Amira à ses débuts à 7 ans au Goffertpark avec son père – Amira à 8 ans avec sa mère et son frère au Festival "Music makes Friends" – Amira et son père en 2020 – Amira

    Qui es-tu Amira ? A la base tu es un enfant aimé, il faut le souligner car ce qui devrait être un pléonasme ne l’est malheureusement pas. Mais quand on donne à sa fille un nom qui signifie “princesse” c’est qu’on attend pour elle le meilleur et ce serait plutôt l’idée d’un père qui aurait au passage pensé à Shéhérazade, une autre remarquée princesse par le talent et dont l’imagination a vaincu la mort. En même temps le nom d’Amira se fait plus discret, son origine n’est pas très évidente, il est court et très euphonique, et il est aussi l’anagramme de Maria ce qui ne sera pas sans importance symboliquement. Cela dit, à côté de la douleur insondable de l’enfant rejeté et maltraité, il y a la douleur tragique de l’enfant qui peine pour arriver à la hauteur des rêves qu’il a suscités.
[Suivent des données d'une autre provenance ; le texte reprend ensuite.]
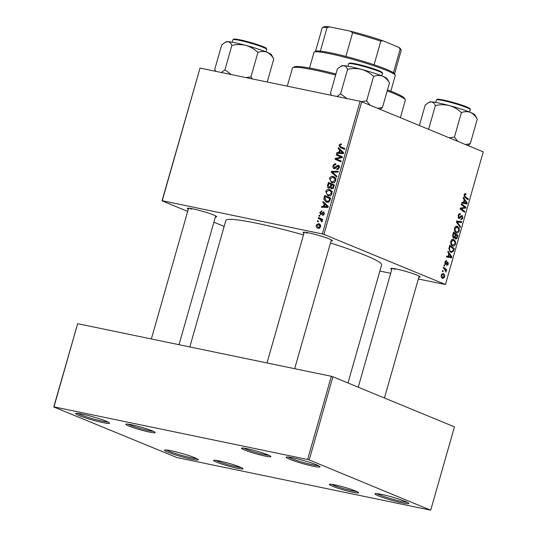 <?xml version="1.0" encoding="UTF-8"?>
<svg xmlns="http://www.w3.org/2000/svg" width="537" height="537" viewBox="0 0 537 537"><rect width="100%" height="100%" fill="white"/><g stroke="black" fill="none" stroke-linecap="round" stroke-linejoin="round"><path stroke-width="0.81" d="M378.384 495.839A17.607 1.611 15.9 0 1 375.054 493.691A17.607 1.611 15.9 0 1 387.425 495.765A17.607 1.611 15.9 0 1 405.368 501.437A17.607 1.611 15.9 0 1 408.778 503.297A17.607 1.611 15.9 0 1 397.803 501.873A17.607 1.611 15.9 0 1 378.384 495.839M376.967 493.631A16.432 1.504 -164.1 0 0 379.599 494.899A16.432 1.504 -164.1 0 0 394.749 499.772A16.432 1.504 -164.1 0 0 407.174 502.236M289.618 459.242A17.607 1.611 15.9 0 1 286.288 457.094A17.607 1.611 15.9 0 1 298.659 459.175A17.607 1.611 15.9 0 1 316.602 464.841A17.607 1.611 15.9 0 1 320.012 466.707A17.607 1.611 15.9 0 1 309.037 465.284A17.607 1.611 15.9 0 1 289.618 459.242M288.208 457.041A16.432 1.504 -164.1 0 0 290.839 458.309A16.432 1.504 -164.1 0 0 305.983 463.176A16.432 1.504 -164.1 0 0 318.414 465.646M79.134 415.591A17.607 1.611 15.9 0 1 75.804 413.443A17.607 1.611 15.9 0 1 88.175 415.517A17.607 1.611 15.9 0 1 106.118 421.183A17.607 1.611 15.9 0 1 109.528 423.049A17.607 1.611 15.9 0 1 98.553 421.626A17.607 1.611 15.9 0 1 79.134 415.591M77.724 413.383A16.432 1.504 -164.1 0 0 80.355 414.651A16.432 1.504 -164.1 0 0 95.499 419.525A16.432 1.504 -164.1 0 0 107.93 421.988M167.9 452.181A17.607 1.611 15.9 0 1 164.57 450.033A17.607 1.611 15.9 0 1 176.942 452.114A17.607 1.611 15.9 0 1 194.884 457.779A17.607 1.611 15.9 0 1 198.294 459.638A17.607 1.611 15.9 0 1 187.319 458.215A17.607 1.611 15.9 0 1 167.9 452.181M166.483 449.979A16.432 1.504 -164.1 0 0 169.115 451.241A16.432 1.504 -164.1 0 0 184.265 456.114A16.432 1.504 -164.1 0 0 196.696 458.585M303.976 233.219A15.258 1.396 15.9 0 1 303.09 232.273A15.258 1.396 15.9 0 1 313.816 234.072A15.258 1.396 15.9 0 1 329.362 238.985A15.258 1.396 15.9 0 1 332.322 240.603A15.258 1.396 15.9 0 1 331.067 240.932M305.217 232.279A14.083 1.289 -164.1 0 0 307.198 233.199M391.782 269.413A15.258 1.396 15.9 0 1 390.896 268.473A15.258 1.396 15.9 0 1 401.622 270.272A15.258 1.396 15.9 0 1 417.168 275.186A15.258 1.396 15.9 0 1 420.129 276.797A15.258 1.396 15.9 0 1 418.88 277.132M393.03 268.48A14.083 1.289 -164.1 0 0 395.004 269.399M188.299 209.222A15.258 1.396 15.9 0 1 187.413 208.282A15.258 1.396 15.9 0 1 198.14 210.081A15.258 1.396 15.9 0 1 213.686 214.995A15.258 1.396 15.9 0 1 216.646 216.606A15.258 1.396 15.9 0 1 215.397 216.941M189.541 208.289A14.083 1.289 -164.1 0 0 191.521 209.208M330.483 242.993A80.993 7.397 15.9 0 1 365.804 255.538A80.993 7.397 15.9 0 1 381.632 264.855L347.983 382.975M216.626 462.189A15.258 1.396 15.9 0 1 213.739 460.33A15.258 1.396 15.9 0 1 224.459 462.129A15.258 1.396 15.9 0 1 240.012 467.042A15.258 1.396 15.9 0 1 242.966 468.653A15.258 1.396 15.9 0 1 233.454 467.418A15.258 1.396 15.9 0 1 216.626 462.189M215.867 460.33A14.083 1.289 -164.1 0 0 217.841 461.249A14.083 1.289 -164.1 0 0 230.366 465.304A14.083 1.289 -164.1 0 0 241.153 467.539M332.296 486.18A15.258 1.396 15.9 0 1 329.416 484.32A15.258 1.396 15.9 0 1 340.136 486.119A15.258 1.396 15.9 0 1 355.689 491.033A15.258 1.396 15.9 0 1 358.642 492.644A15.258 1.396 15.9 0 1 349.131 491.415A15.258 1.396 15.9 0 1 332.296 486.18M331.544 484.327A14.083 1.289 -164.1 0 0 333.517 485.247A14.083 1.289 -164.1 0 0 346.043 489.294A14.083 1.289 -164.1 0 0 356.83 491.53M244.489 449.979A15.258 1.396 15.9 0 1 241.603 448.12A15.258 1.396 15.9 0 1 252.33 449.919A15.258 1.396 15.9 0 1 267.876 454.832A15.258 1.396 15.9 0 1 270.836 456.45A15.258 1.396 15.9 0 1 261.324 455.215A15.258 1.396 15.9 0 1 244.489 449.979M243.731 448.127A14.083 1.289 -164.1 0 0 245.711 449.046A14.083 1.289 -164.1 0 0 258.237 453.1A14.083 1.289 -164.1 0 0 269.024 455.329M128.813 425.989A15.258 1.396 15.9 0 1 125.927 424.129A15.258 1.396 15.9 0 1 136.653 425.928A15.258 1.396 15.9 0 1 152.199 430.842A15.258 1.396 15.9 0 1 155.159 432.453A15.258 1.396 15.9 0 1 145.648 431.224A15.258 1.396 15.9 0 1 128.813 425.989M128.054 424.136A14.083 1.289 -164.1 0 0 130.035 425.056A14.083 1.289 -164.1 0 0 142.56 429.103A14.083 1.289 -164.1 0 0 153.347 431.339M318.199 218.371L318.434 217.545L322.737 219.458L322.502 220.291L321.616 219.881L322.267 221.425L321.945 221.949L319.911 219.17L318.199 218.371L320.931 219.499L321.146 218.747M318.871 216.008L319.106 215.189L319.958 215.545L319.716 216.384L318.871 216.008L319.723 216.357M324.059 197.791L324.724 195.461L330.644 198.099L329.718 201.046L326.724 202.268L325.972 202.04L323.851 199.086L324.059 197.791L324.771 198.086M325.737 191.608C326.516 189.85 327.684 189.138 329.228 189.474L331.712 191.125L331.994 193.662C331.188 195.468 329.993 196.18 328.416 195.797L327.704 195.582L325.737 191.608L326.436 191.897M329.463 178.526C330.242 176.767 331.41 176.055 332.953 176.391L335.437 178.042L335.719 180.58C334.913 182.385 333.725 183.097 332.141 182.714L331.43 182.499L329.463 178.526L330.161 178.814M338.874 165.497L338.31 165.268C339.357 165.597 339.706 166.443 339.357 167.819L336.739 169.705L336.907 168.873L338.625 167.638L338.115 166.094L334.209 168.746C333.068 168.356 332.685 167.403 333.061 165.893C333.605 164.262 334.544 163.597 335.887 163.899L335.732 164.731L334.746 164.752L333.779 166.101L334.383 167.92L336.672 165.906L338.612 165.362M334.229 167.873L335.632 168.437L334.229 167.873M339.491 166.645L338.115 166.094M341.371 144.044L340.82 143.815L341.378 144.01L341.223 144.842L340.693 144.654L339.693 145.346L340.572 146.661L344.761 148.534L344.526 149.36L340.19 147.427L338.975 145.138L340.82 143.815L341.378 144.01M341.089 144.789L340.693 144.654M187.682 211.403L162.013 200.818L200.019 68.071L162.228 200.724L322.341 233.937L360.126 101.278L361.71 101.748L323.925 234.4L322.341 233.937M200.019 68.071L360.126 101.278M338.095 148.514L338.35 147.628L343.606 152.589L343.324 153.589L336.719 153.36L336.954 152.542L338.746 152.629L339.538 149.836L338.095 148.514L340.216 149.387M336.249 155.005L336.484 154.173L342.398 156.824L342.156 157.69L336.169 158.831L341.203 161.033L340.961 161.865L335.048 159.227L335.289 158.368L341.27 157.207L336.249 155.005L338.981 156.126L339.189 155.388M340.458 156.905L340.982 157.106M331.322 172.296L331.624 171.256L338.263 171.357L338.028 172.182L332.336 172.095L336.894 176.163L336.639 177.042L331.322 172.296L333.705 173.283M331.644 188.89L330.416 187.487L328.866 188.205C327.731 187.869 327.295 186.977 327.557 185.533L328.449 182.379L334.37 185.017L333.383 188.098L331.316 188.789M322.757 202.375L323.005 201.489L328.261 206.45L327.979 207.45L321.374 207.222L321.609 206.396L323.402 206.49L324.2 203.698L322.757 202.375L324.872 203.248M324.006 212.068L323.596 211.9L324.415 213.887L322.495 215.458L322.643 214.625L323.851 213.726L323.469 212.739L320.582 214.625L319.81 212.424L321.999 210.806L321.851 211.645L320.367 212.578L320.764 213.8L323.824 211.967M320.649 213.76L321.737 214.203L320.649 213.76M317.3 221.526L317.535 220.707L318.387 221.063L318.146 221.902L317.3 221.526L318.152 221.875M318.273 228.326C316.723 228.057 316.024 227.017 316.172 225.191L318.548 223.62L319.22 223.828L320.73 226.815L318.273 228.326L317.682 228.151M453.463 238.126L452.624 235.253L453.523 232.098L457.92 235.401L456.96 238.475L455.571 239.113L454.711 237.542L453.651 238.186M448.885 248.819L449.798 245.181L454.195 248.483L453.288 251.423L450.899 252.377L448.885 248.819M451.315 252.504L450.899 252.377M446.522 261.532L445.321 262.351L445.549 263.647L447.858 261.969L448.361 264.097L446.777 265.52L446.945 264.681L447.939 263.875L447.704 262.821L445.354 264.479L444.898 262.13L446.697 260.693L446.522 261.532L445.267 261.25M444.757 263.479L445.898 263.6M444.938 264.083L446.106 264.325L445.354 264.479M444.576 266.198L443.945 265.721L444.18 264.909L444.811 265.359L444.576 266.198M444.542 269.077L443.267 268.091L443.508 267.258L446.703 269.661L446.469 270.487L445.811 269.983L445.932 272.138L444.542 269.077M465.425 194.522L464.606 195.132L465.203 196.576L468.318 198.912L468.083 199.744L464.854 197.327L464.062 194.85L465.579 193.676L465.995 193.924L465.821 194.77L464.283 194.273M464.196 199.737L463.169 198.234L463.424 197.347L467.163 202.973L466.875 203.973L461.786 203.08L462.021 202.254L463.404 202.53L464.196 199.737M418.343 279.018L445.462 284.509L483.246 151.85L361.71 101.748M445.462 284.509L323.925 234.4M442.683 278.334C441.501 277.904 441.025 276.763 441.26 274.904L443.2 273.528C444.435 273.951 444.925 275.112 444.676 277.025L442.978 278.428M442.998 271.715L442.374 271.245L442.602 270.426L443.24 270.876L442.998 271.715M460.196 227.426L456.396 222.016L456.692 220.969L461.813 221.741L461.578 222.566L457.188 221.909L460.444 226.54L460.196 227.426M457.551 221.989L456.47 221.754M460.921 219.076L462.337 217.948L462.048 216.31L458.853 218.653L458.148 215.606C458.679 213.974 459.444 213.384 460.464 213.833L460.29 214.672L459.524 214.592L458.692 215.887L459.041 217.814L460.941 215.981L462.25 215.485L462.887 218.21L460.847 219.935L460.921 219.089M460.108 213.726L459.766 213.692M460.135 214.605L458.652 214.417M459.148 217.847L458.061 217.626L459.518 217.774M462.048 216.31L460.706 216.27M463.995 206.765L461.323 204.718L461.558 203.892L465.955 207.208L465.707 208.067L461.008 208.651L464.753 211.417L464.518 212.249L460.115 208.947L460.363 208.081L465.055 207.483L463.995 206.765M448.858 253.598L447.824 252.095L448.08 251.209L451.818 256.834L451.53 257.834L446.448 256.941L446.683 256.115L448.059 256.391L448.858 253.598M452.624 245.892C451.1 245.281 450.503 243.758 450.825 241.314C451.543 239.589 452.49 238.972 453.664 239.468L455.47 241.415L455.53 244.053C454.785 245.832 453.819 246.443 452.624 245.892L453.06 246.027M453.315 239.354L452.946 239.321M456.349 232.81C454.832 232.199 454.228 230.675 454.55 228.238C455.269 226.507 456.215 225.889 457.39 226.386L459.195 228.332L459.256 230.97C458.517 232.749 457.551 233.367 456.349 232.81L456.786 232.944M457.041 226.278L456.672 226.238M379.867 271.044L390.681 273.286M224.144 226.433L213.894 222.211M309.211 459.954L430.533 510.15L176.874 457.537L53.754 406.965L77.664 323.683L53.969 406.871L307.627 459.484L331.329 376.289L332.906 376.759L309.211 459.954L307.627 459.484M77.664 323.683L331.329 376.289M430.748 510.056L454.45 426.861L332.906 376.759M189.816 346.942L225.842 220.472A80.993 7.397 15.9 0 1 303.492 234.911M444.213 276.931L444.676 277.025M441.474 277.22L442.918 277.522L444.253 276.81L443.018 274.367L441.649 274.051M441.239 274.991L443.159 277.595L441.488 277.253M443.018 274.367L441.696 275.085M442.522 270.729L443.24 270.876M458.162 221.19L457.98 221.815L461.578 222.566M457.98 221.815L456.51 221.62M459.424 226.332L460.444 226.54M458.108 215.767L458.692 215.887M462.297 218.082L462.887 218.21M460.86 216.069L461.867 216.277M464.069 206.819L465.955 207.208M463.444 207.597L465.707 208.067M460.249 208.49L461.008 208.651M460.283 209.068L462.182 209.464M462.901 211.034L464.753 211.417M466.223 202.778L467.163 202.973M463.471 202.536L463.277 203.228L466.875 203.973M463.277 203.228L461.82 202.973M464.686 202.764L466.525 203.14L464.626 200.415L463.995 202.644L465.78 202.952M464.042 200.294L464.626 200.415M465.277 202.858L466.525 203.14M463.404 202.523L463.995 202.644M464.807 193.676L465.995 193.924M464.277 194.287L465.21 194.481M464.022 195.012L464.606 195.132M466.458 198.529L468.318 198.912M444.764 269.259L446.703 269.661M445.381 269.896L445.811 269.983M445.562 271.5L446.213 271.635M444.092 265.211L444.811 265.359M446.166 260.579L446.697 260.693M444.864 262.257L445.321 262.351M447.898 263.996L448.361 264.097M450.885 256.639L451.818 256.834M448.133 256.397L447.932 257.089L451.53 257.834M447.932 257.089L446.475 256.827M449.348 256.619L451.187 257.001L449.288 254.276L448.65 256.505L450.442 256.814M448.697 254.155L449.288 254.276M449.932 256.72L451.187 257.001M448.059 256.384L448.65 256.505M452.342 248.101L454.195 248.483M452.617 251.282L453.288 251.423M449.543 251.235L451.167 251.571L452.731 251.115L453.443 248.926L450.073 246.396L449.778 247.443C449.281 249.665 449.744 251.041 451.167 251.571L449.576 251.276M449.482 246.275L450.073 246.396M449.187 247.322L449.778 247.443M454.597 241.234L455.47 241.415M454.933 243.926L455.53 244.053M451.295 244.758L452.913 245.094L454.98 243.791L454.92 241.912L453.409 240.274L451.63 239.878M450.785 241.482L451.369 241.603C451.194 243.489 451.704 244.65 452.913 245.094L451.322 244.798M453.409 240.274L451.369 241.603M456.067 235.018L457.92 235.401M456.148 238.3L456.96 238.475M452.617 237.092L454.711 237.542M454.765 238.072L455.779 238.287L456.772 237.247L457.175 235.844L455.799 234.817L455.242 237.555L455.9 238.321L454.765 238.086M455.208 234.689L455.799 234.817M454.148 237.327L455.242 237.555M455.289 234.427L453.799 233.313L453.161 235.662L453.711 237.32L454.792 236.159L455.289 234.427M453.208 233.192L453.799 233.313M452.557 235.535L453.161 235.662M458.323 228.151L459.195 228.332M458.658 230.843L459.256 230.97M455.027 231.682L456.638 232.011L458.705 230.709L458.645 228.829L457.135 227.191L455.356 226.795M454.51 228.406L455.094 228.527C454.92 230.407 455.43 231.575 456.638 232.011L455.047 231.715M457.135 227.191L455.094 228.527M339.149 153.448L336.954 152.542M340.861 153.508L338.746 152.629M341.579 150.682L339.538 149.836M341.707 151.911L340.149 150.441L339.512 152.669L342.807 152.837L341.707 151.911L343.579 152.683M342.244 151.3L340.149 150.441M343.458 153.105L342.807 152.837M341.599 153.528L339.512 152.669M344.546 149.279L340.19 147.427M342.921 148.554L341.626 147.131M339.673 145.426L338.975 145.138M337.954 159.563L336.169 158.831M340.988 161.785L335.048 159.227M337.78 160.355L337.995 159.583M336.377 158.811L335.289 158.368M340.666 158.012L339.377 157.482M342.183 157.583L341.27 157.207M342.069 157.529L338.981 156.126M333.759 166.181L333.061 165.893M335.887 168.188L334.994 167.819M337.505 166.255L336.672 165.906M338.276 169.437L336.907 168.873M338.297 169.424L337.048 168.907M339.324 167.927L338.625 167.638M333.826 172.162L331.624 171.256M333.974 177.646L334.987 177.445M334.497 177.022L332.953 176.391M332.96 182.795L332.363 181.942M334.766 178.586L332.692 177.203L330.181 178.74C330.107 180.58 330.859 181.634 332.443 181.909L334.994 180.398L334.766 178.586L335.806 179.016M335.685 180.687L334.994 180.398M334.041 182.567L334.558 182.849M328.275 185.836L327.557 185.533M330.94 184.359L331.161 183.587M331.51 187.937L330.416 187.487M333.631 185.554L328.906 183.52L328.275 185.862L329.121 187.393L330.409 186.144L330.906 184.406L328.906 183.52M333.443 185.54L331.598 184.715L331.101 187.433L331.853 188.064L333.041 186.936L333.443 185.54L334.142 185.822M334.155 185.768L331.598 184.715M333.739 187.225L333.041 186.936M333.014 188.547L331.651 188.01L332.994 188.561M333.638 185.533L330.906 184.406M331.121 186.433L330.409 186.144M330.148 187.816L328.919 187.332L330.134 187.829M330.248 190.729L331.262 190.528M330.772 190.105L329.228 189.474M329.235 195.877L328.637 195.025M331.04 191.669L328.966 190.279L326.456 191.816C326.382 193.656 327.134 194.716 328.718 194.991L331.269 193.481L331.04 191.669L332.081 192.098M331.96 193.763L331.269 193.481M330.315 195.649L330.832 195.931M323.811 207.302L321.609 206.396M325.516 207.363L323.402 206.49M326.241 204.537L324.2 203.698M326.362 205.772L324.804 204.302L324.173 206.53L327.463 206.691L326.362 205.772L328.235 206.544M326.899 205.161L324.804 204.302M328.12 206.96L327.463 206.691M326.261 207.389L324.173 206.53M327.214 197.441L327.436 196.67M327.503 202.348L326.865 201.476M324.684 199.428L323.851 199.086M330.43 198.844L325.18 196.602L324.878 197.65L326.328 201.254L328.973 200.818L329.718 198.616L325.18 196.602M330.409 198.905L329.718 198.616M329.678 201.107L328.973 200.818M328.604 202.113L326.999 201.456M321.925 214.008L321.213 213.713M323.751 215.082L322.643 214.625M324.395 213.948L323.851 213.726M320.354 212.645L319.81 212.424M322.515 220.257L321.616 219.881M322.072 221.781L321.321 221.472M322.274 221.378L321.582 221.09M319.911 219.17L320.931 219.499M316.716 225.419L316.172 225.191M319.83 224.996L320.414 224.748M319.784 224.13L318.548 223.62M319.22 228.346L318.911 227.728M320.166 226.661L318.387 224.453L316.743 225.318L318.508 227.513L320.166 226.661L320.71 226.889M320.743 225.372L318.387 224.453M319.864 228.071L318.072 227.379L319.817 228.097M387.492 89.894A57.519 5.249 15.9 0 1 393.285 92.169A57.519 5.249 15.9 0 1 404.428 98.258L405.234 99.687A58.694 5.357 -164.1 0 0 393.863 93.478A58.694 5.357 -164.1 0 0 387.211 90.881M400.367 117.684L405.334 100.231A58.694 5.357 -164.1 0 0 405.234 99.687M335.652 74.999A58.694 5.357 -164.1 0 0 292.813 67.669A58.694 5.357 -164.1 0 0 292.443 68.071L287.288 86.168M292.813 67.669L294.256 66.87A57.519 5.249 15.9 0 1 335.94 73.985M449.382 105.594A23.628 2.155 -164.1 0 0 438.487 102.963A23.628 2.155 -164.1 0 0 431.278 101.842C433.03 102.064 434.393 103.305 435.366 105.588C440.045 104.493 444.717 104.493 449.382 105.594C453.919 106.964 457.927 109.3 461.404 112.609C464.518 111.441 467.499 111.367 470.338 112.381C473.104 113.676 475.413 115.938 477.272 119.154L474.909 114.878A23.628 2.155 -164.1 0 0 470.338 112.381A23.628 2.155 15.9 0 0 449.382 105.594M457.678 141.312L454.43 137.089L449.227 137.828M454.43 137.089L461.404 112.609M428.607 129.323L435.366 105.588M419.384 125.524L425.197 105.098L428.486 102.641L431.278 101.842A23.628 2.155 -164.1 0 0 429.66 101.99L428.486 102.641M467.922 145.534L470.298 143.627L477.272 119.154M470.298 143.627L465.586 144.567M231.299 74.556L224.909 69.87L221.325 72.488M273.789 58.963L271.427 54.687A23.628 2.155 -164.1 0 0 266.855 52.19C269.621 53.485 271.93 55.747 273.789 58.963L267.225 82.007M257.921 52.418C261.036 51.25 264.016 51.176 266.855 52.19A23.628 2.155 -164.1 0 0 245.899 45.403C250.437 46.773 254.444 49.109 257.921 52.418L250.947 76.898L246.02 77.61M252.316 78.919L250.947 76.898M231.883 45.397C236.562 44.303 241.234 44.303 245.899 45.403A23.628 2.155 -164.1 0 0 227.795 41.651C229.541 41.873 230.903 43.114 231.883 45.397L224.909 69.87M215.914 71.367L214.74 69.387L221.714 44.907L225.003 42.45L227.795 41.651A23.628 2.155 -164.1 0 0 226.178 41.799L225.003 42.45M361.576 69.401A23.628 2.155 -164.1 0 0 350.681 66.763A23.628 2.155 -164.1 0 0 343.472 65.642C345.217 65.863 346.58 67.112 347.56 69.387C352.238 68.293 356.91 68.293 361.576 69.401C366.113 70.763 370.121 73.106 373.598 76.408C376.712 75.247 379.686 75.167 382.525 76.18C385.298 77.482 387.607 79.738 389.466 82.953L387.103 78.684A23.628 2.155 -164.1 0 0 382.525 76.18A23.628 2.155 15.9 0 0 361.576 69.401M369.865 105.111L366.623 100.889L361.32 101.634M366.623 100.889L373.598 76.408M346.976 98.553L340.586 93.861L347.56 69.387M340.586 93.861L337.001 96.479M331.591 95.358L330.416 93.378L337.39 68.904L340.68 66.44L343.472 65.642A23.628 2.155 -164.1 0 0 341.854 65.789L340.68 66.44M380.115 109.333L382.492 107.427L389.466 82.953M382.492 107.427L377.779 108.373M314.279 52.049L315.722 51.25A41.087 3.752 15.9 0 1 320.374 51.136A41.087 3.752 15.9 0 1 331.074 52.941A41.087 3.752 15.9 0 1 345.875 56.432A41.087 3.752 15.9 0 1 374.081 64.769A41.087 3.752 15.9 0 1 393.44 72.75A41.087 3.752 15.9 0 1 394.413 73.67L395.219 75.106A42.255 3.86 -164.1 0 0 371.523 65.031A42.255 3.86 -164.1 0 0 330.074 53.781A42.255 3.86 -164.1 0 0 314.279 52.049A42.255 3.86 -164.1 0 0 314.011 52.337L309.547 68.024M390.829 91.176L395.292 75.495A42.255 3.86 -164.1 0 0 395.219 75.106M345.875 56.432L352.601 32.817L350.507 31.193A39.913 3.645 15.9 0 1 382.962 40.792L398.649 47.263A39.913 3.645 15.9 0 1 400.334 48.625L401.139 50.062A41.087 3.752 -164.1 0 0 400.166 49.142L398.649 47.263M329.832 26.91L327.093 27.528A41.087 3.752 -164.1 0 0 322.448 27.642L323.892 26.85A39.913 3.645 15.9 0 1 329.832 26.91L350.507 31.193M320.374 51.136L327.093 27.528M382.962 40.792L380.8 41.161A41.087 3.752 -164.1 0 0 352.601 32.817M374.081 64.769L380.8 41.161M393.44 72.75L400.166 49.142M394.534 73.878L401.213 50.438A41.087 3.752 -164.1 0 0 401.139 50.062M322.448 27.642A41.087 3.752 -164.1 0 0 322.187 27.931L315.508 51.371M456.477 221.727L458.517 222.15M456.913 222.754L457.967 222.969M459.82 217.478L460.632 217.646M461.337 207.926L463.599 208.396M460.316 208.249L462.068 208.618M464.062 196.341L465.203 196.576M446.267 263.204L446.898 263.331M453.047 250.323L453.637 250.443M456.759 237.294L457.349 237.414M454.832 236.025L455.423 236.146M452.772 234.723L453.362 234.844M343.297 153.589L341.176 152.716M336.746 167.135L335.934 166.799M327.953 207.45L325.838 206.577M330.074 200.1L329.376 199.811M322.509 213.283L321.871 213.021M436.386 99.983L437.225 99.298C437.89 99.372 436.688 98.748 443.629 100.063C451.59 101.674 464.78 105.729 468.586 107.762C470.197 108.709 470.754 109.333 470.258 109.629A17.607 1.611 -164.1 0 0 461.048 105.5A17.607 1.611 -164.1 0 0 443.079 100.58A17.607 1.611 -164.1 0 0 436.386 99.983L435.695 102.419M443.683 100.077A16.902 1.544 15.9 0 1 461.887 105.118A16.902 1.544 15.9 0 1 469.566 108.917M239.596 40.389A17.607 1.611 -164.1 0 0 232.904 39.792L233.743 39.107C234.407 39.181 233.206 38.557 240.146 39.872C250.799 42 267.05 47.639 266.412 48.411L266.768 49.438A17.607 1.611 -164.1 0 0 257.565 45.309A17.607 1.611 -164.1 0 0 239.596 40.389M240.2 39.886A16.902 1.544 15.9 0 1 258.398 44.927A16.902 1.544 15.9 0 1 266.084 48.726M348.58 63.782L349.419 63.098C350.084 63.171 348.882 62.547 355.823 63.863C363.784 65.474 376.974 69.535 380.773 71.562C382.391 72.508 382.948 73.133 382.445 73.428A17.607 1.611 -164.1 0 0 373.242 69.3A17.607 1.611 -164.1 0 0 355.272 64.38A17.607 1.611 -164.1 0 0 348.58 63.782L347.882 66.219M355.877 63.876A16.902 1.544 15.9 0 1 374.074 68.917A16.902 1.544 15.9 0 1 381.76 72.717M459.974 214.552L458.732 214.297M461.954 216.283L460.867 216.062M445.616 263.667L444.757 263.486M447.596 262.788L446.703 262.6M333.403 177.411L336.135 178.539M329.678 190.494L332.41 191.622M326.328 201.254L329.06 202.382M392.077 268.386L358.233 387.197M419.169 276.105L384.445 398.004M470.258 109.629L469.56 112.065M294.679 368.691L331.363 239.905M267.017 362.952L304.271 232.185M215.686 215.914L179.002 344.7M188.594 208.195L151.347 338.961M232.904 39.792L232.206 42.228M266.768 49.438L266.077 51.874M215.8 71.347L215.236 70.34M382.445 73.428L381.753 75.865M331.477 95.338L330.913 94.337"/></g></svg>

Mais quel chemin vers la gloire quand il en est capable ! Et c’est bien le chemin que suit Amira à qui sa mère a dit, se rendant à l’évidence, quand à 8 ans seulement son talent commençait à fleurir et faire l’unanimité : “tu seras célèbre !” Aujourd'hui Elle l’est tout à fait, et pourtant ce n’est que le début de la traversée de l’océan pour cette sirène qui a eu seize ans en 2020. Où va-t-elle nous entraîner ? Comment va-t-elle enchaîner les Ulysse que nous voudrions tous être pour se mesurer à l’enchanteresse Circé qui, comme le dit Homère, exerce son pouvoir par la voix et par le chant... lui céder dans la volupté pour mieux s’en libérer. Mais comment se libérer d’Amira quand on est tombé sous le charme ? Puisque ce mot (qui vient de “carmen”) se réfère au chant magique qui peut nous envoûter comme à la poésie qui peut nous séduire.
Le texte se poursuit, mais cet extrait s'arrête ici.